Principal component analysis (PCA)

更新时间:
复制 MD 格式

Principal Component Analysis (PCA) is a multivariate statistical method for exploring the internal structure of multiple variables and examining their correlations. PCA performs dimensionality reduction by deriving a few uncorrelated principal components from the original variables. These components retain as much information as possible from the original data and serve as new composite indicators.

Limitations

The Principal Component Analysis (PCA) component performs dimensionality reduction and noise reduction. It supports only dense data.

Configuration

Method 1: Visual interface

In Machine Learning Designer, add the Principal Component Analysis (PCA) component to your pipeline and configure its parameters in the pane on the right.

Tab

Parameter

Description

Fields Setting

Feature Columns

The columns from the input table to use for analysis.

Appended Columns

The columns to append to the dimensionally-reduced output table.

Parameters Setting

Information Retention Ratio

The proportion of information from the original data to retain after dimensionality reduction.
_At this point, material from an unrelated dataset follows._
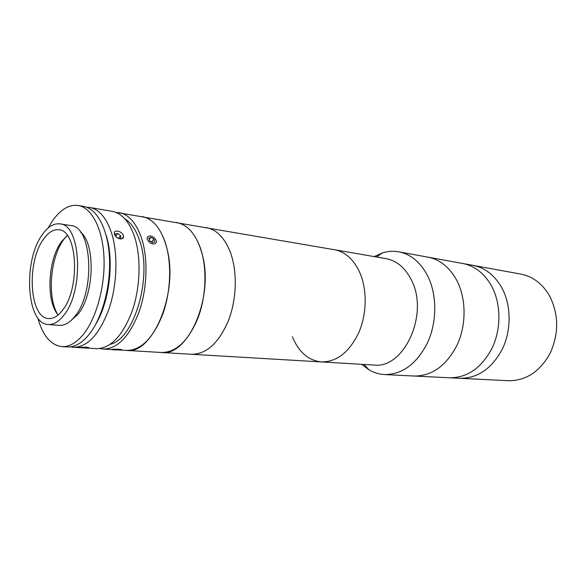 <?xml version="1.0" encoding="UTF-8"?>
<svg xmlns="http://www.w3.org/2000/svg" width="586" height="586" viewBox="0 0 586 586"><rect width="100%" height="100%" fill="white"/><g stroke="black" fill="none" stroke-linecap="round" stroke-linejoin="round"><path stroke-width="0.88" d="M374.168 256.587L382.438 252.903C387.844 251.218 393.279 250.859 398.729 251.826L427.963 257.151C440.181 259.576 449.88 267.494 457.058 280.914C466.288 299.021 466.419 324.849 457.227 344.802C446.503 365.62 432.168 376.036 414.229 376.036L508.531 380.717C526.133 380.775 540.058 371.531 550.298 352.984C559.007 333.214 558.751 314.155 549.536 295.813C542.416 283.697 532.857 276.453 520.844 274.087L473.048 265.37C485.201 267.773 494.855 275.369 502.026 288.158C511.248 305.416 511.505 329.896 502.502 348.787C491.991 368.499 477.824 378.336 460.01 378.307C477.824 378.336 491.991 368.499 502.502 348.787C511.505 329.896 511.248 305.416 502.026 288.158C494.855 275.369 485.201 267.773 473.048 265.37L462.808 263.502C474.975 265.912 484.651 273.581 491.822 286.517C501.052 303.966 501.279 328.753 492.233 347.879C481.67 367.847 467.46 377.816 449.608 377.794C467.46 377.816 481.67 367.847 492.233 347.879C501.279 328.753 501.052 303.966 491.822 286.517C484.651 273.581 474.975 265.912 462.808 263.502L427.963 257.151C440.181 259.576 449.88 267.494 457.058 280.914C466.288 299.021 466.419 324.849 457.227 344.802C446.503 365.62 432.168 376.036 414.229 376.036L384.555 374.564C379.025 374.256 373.824 372.667 368.938 369.795L361.723 364.324M115.618 212.286L334.445 249.731C345.088 251.768 353.453 259.18 359.54 271.977C367.261 289.045 367.041 313.495 358.866 332.401C349.366 352.142 336.906 361.987 321.487 361.943C308.426 360.522 298.735 352.149 292.407 336.811M411.365 279.969C429.45 313.913 403.944 369.297 373.817 365.034L321.487 361.943C336.906 361.987 349.366 352.142 358.866 332.401C367.041 313.495 367.261 289.045 359.54 271.977C353.453 259.18 345.088 251.768 334.445 249.731L386.101 258.653C396.781 260.682 405.197 267.787 411.365 279.969M398.729 251.826C410.969 254.251 420.667 262.374 427.831 276.204C437.039 294.868 437.083 321.567 427.78 342.217C416.932 363.76 402.523 374.535 384.555 374.564M118.431 349.952L126.657 350.435C141.065 350.289 153.078 338.269 162.688 314.396C170.995 291.52 171.91 262.11 165.091 242.003C159.692 226.95 152.03 218.461 142.12 216.527C154.133 219.076 162.593 230.503 167.501 250.815C178.137 294.421 152.148 354.72 126.657 350.435L161.626 352.501C176.313 352.391 188.48 340.774 198.112 317.649C206.44 295.498 207.217 266.982 200.17 247.409C194.596 232.759 186.751 224.453 176.642 222.49C188.897 225.068 197.57 236.231 202.661 255.979C213.707 298.355 187.645 356.706 161.626 352.501L191.703 354.281C206.594 354.2 218.864 342.92 228.511 320.439C236.832 298.904 237.484 271.157 230.269 252.046C224.57 237.74 216.586 229.595 206.331 227.617C216.586 229.595 224.57 237.74 230.269 252.046C237.484 271.157 236.832 298.904 228.511 320.439C218.864 342.92 206.594 354.2 191.703 354.281L321.487 361.943M122.723 237.286L123.302 237.638M86.274 347.19C88.611 347.395 89.336 347.623 88.457 347.872L79.132 347.41L86.274 347.19M86.64 207.254L89.805 207.495C99.364 209.37 106.696 218.131 111.794 233.785C118.226 254.705 117.075 285.477 108.82 309.452C99.29 334.474 87.57 347.095 73.66 347.308L70.525 346.824M89.805 207.495L112.292 211.378C122.013 213.282 129.491 221.926 134.729 237.323C141.336 257.891 140.288 288.085 132.004 311.576C122.43 336.108 110.578 348.465 96.441 348.655L73.66 347.308M123.375 235.565L123.514 236.253C124.181 240.897 115.64 238.941 114.49 234.195L114.351 233.58C113.435 229.163 122.078 231.038 123.375 235.565M95.84 324.102C109.501 301.709 114.329 260.902 106.293 235.74L106.11 235.154M107.758 241.337L108.293 243.893M124.752 218.754C131.132 222.673 136.106 230.027 139.688 240.809C152.609 276.856 134.326 338.898 110.256 344.319M119.053 212.55C128.817 214.454 136.34 223.061 141.614 238.377C148.273 258.851 147.254 288.861 138.963 312.221C129.381 336.598 117.486 348.875 103.282 349.058L99.884 348.531M62.255 310.551C80.531 288.979 77.63 230.13 58.893 229.793C53.516 229.185 48.404 232.29 43.569 239.117C26.275 261.986 29.359 318.315 48.638 318.557C53.282 318.865 57.824 316.191 62.255 310.551M67.317 235.484L61.493 241.659C47.84 259.686 45.825 301.211 58.146 314.931M66.555 236.092L63.654 239.652C50.293 257.459 47.012 296.824 57.538 314.169M48.257 324.541L59.289 325.377C64.548 325.706 69.69 322.747 74.722 316.499C95.65 292.392 92.222 226.035 70.818 225.581L59.882 223.881C53.722 223.163 47.891 226.723 42.375 234.554C22.839 260.572 26.341 324.27 48.257 324.541C53.465 324.864 58.571 321.875 63.574 315.568C84.362 291.213 81.102 224.27 59.882 223.881M37.724 317.795C42.719 335.595 50.784 345.205 61.918 346.619L67.353 346.934C74.59 347.3 81.71 343.308 88.706 334.95C101.979 318.843 110.842 286.657 109.494 258.082C108.19 229.478 97.115 208.623 83.578 206.426L78.216 205.496C69.075 204.331 60.49 209.458 52.462 220.863L48.089 228.042M61.918 346.619C69.133 346.978 76.224 342.964 83.197 334.569C96.434 318.381 105.297 286.041 103.978 257.349C102.704 228.613 91.694 207.686 78.216 205.496M70.247 321.194L77.77 314.492C94.295 295.3 95.84 243.739 80.531 232.151M118.877 238.627L120.877 238.253L120.591 235.645L117.705 233.528L115.098 234.004L115.288 235.799M118.438 238.443L120.591 235.645M115.632 236.246L117.705 233.528M122.723 238.385L122.708 237.308M148.573 241.285C152.638 246.303 159.304 243.461 154.975 238.627C150.998 233.653 144.237 236.385 148.573 241.285M148.844 238.172L149.65 240.839L152.602 242.611L154.726 241.718L153.913 239.066L150.983 237.293L148.844 238.172M151.62 242.025L153.913 239.066M149.24 239.476L150.983 237.293M151.598 241.952L149.628 240.765M111.435 349.49C113.347 349.945 116.548 350.054 121.038 349.82L121.588 349.674C122.137 349.271 113.127 349.014 111.662 349.395L111.435 349.49M113.135 349.52L119.896 349.644L113.135 349.52M114.724 349.359L114.717 349.761M118.094 349.395L118.086 349.827M364.045 364.463L368.938 369.795M376.454 256.983L382.438 252.903M88.471 347.476L88.457 347.872M103.282 349.058L111.465 349.542"/></g></svg>

Feature Decomposition Mode

The method used for feature decomposition. Valid values:

  • CORR

  • COVAR_SAMP

  • COVAR_POP

Data Conversion Method

The method used to transform data into principal components. Valid values:

  • Simple

  • Sub-Mean

  • Normalization

Tuning

Lifecycle

The lifecycle of the output table. Must be a positive integer.

Number of Cores

Used with the Memory Size per Core (MB) parameter. The value must be a positive integer in the range [1, 9999].

Memory Size per Core (MB)

Unit: MB. The value must be a positive integer in the range [1024, 65536].

Method 2: PAI commands

Alternatively, run PAI (Machine Learning Platform for AI) commands in a SQL Script component to configure the Principal Component Analysis (PCA) component. For more information, see SQL Script.

PAI -name PrinCompAnalysis
    -project algo_public
    -DinputTableName=bank_data
    -DeigOutputTableName=pai_temp_2032_17900_2
    -DprincompOutputTableName=pai_temp_2032_17900_1
    -DselectedColNames=pdays,previous,emp_var_rate,cons_price_idx,cons_conf_idx,euribor3m,nr_employed
    -DtransType=Simple
    -DcalcuType=CORR
    -DcontriRate=0.9;

Parameter

Required

Default

Description

inputTableName

Yes

None

The input table for principal component analysis.

selectedColNames

Yes

None

The names of the columns in the input table to be used for analysis.

Separate multiple column names with a comma. Only columns of the INT and DOUBLE data types are supported.

eigOutputTableName

Yes

None

The output table for the feature vectors and eigenvalues.

princompOutputTableName

Yes

None

The output table containing the results after dimensionality reduction and noise reduction.

transType

No

Simple

The method used to transform data into principal components. Valid values:

  • Simple

  • Sub-Mean

  • Normalization

calcuType

No

CORR

The method used for feature decomposition. Valid values:

  • CORR

  • COVAR_SAMP

  • COVAR_POP

contriRate

No

0.9

The proportion of information to retain after dimensionality reduction. The value must be in the range (0, 1).

remainColumns

No

None

The columns from the original table to include in the dimensionally-reduced output table.

coreNum

No

System-assigned

The number of cores to use. This parameter works in conjunction with the memSizePerCore parameter. The value must be a positive integer in the range [1, 9999].

memSizePerCore

No

System-assigned

The memory size for each core, in MB. The value must be a positive integer in the range [1024, 65536].

lifecycle

No

None

The lifecycle of the output table. Must be a positive integer.

Examples

Example outputs

  • This output table contains four principal component columns: prin0, prin1, prin2, and prin3. Each row represents the principal component values for a sample after dimensionality reduction.

  • Eigenvalue and feature vector table: This table contains four principal components (prin0 to prin3). The columns show the feature vector components (pdays, previous, emp_var_rate, cons_price_idx, cons_conf_idx, euribor3m, and nr_employed), and the corresponding eigenvalue, contributionrate (contribution rate), and sumcontributionrate (cumulative contribution rate).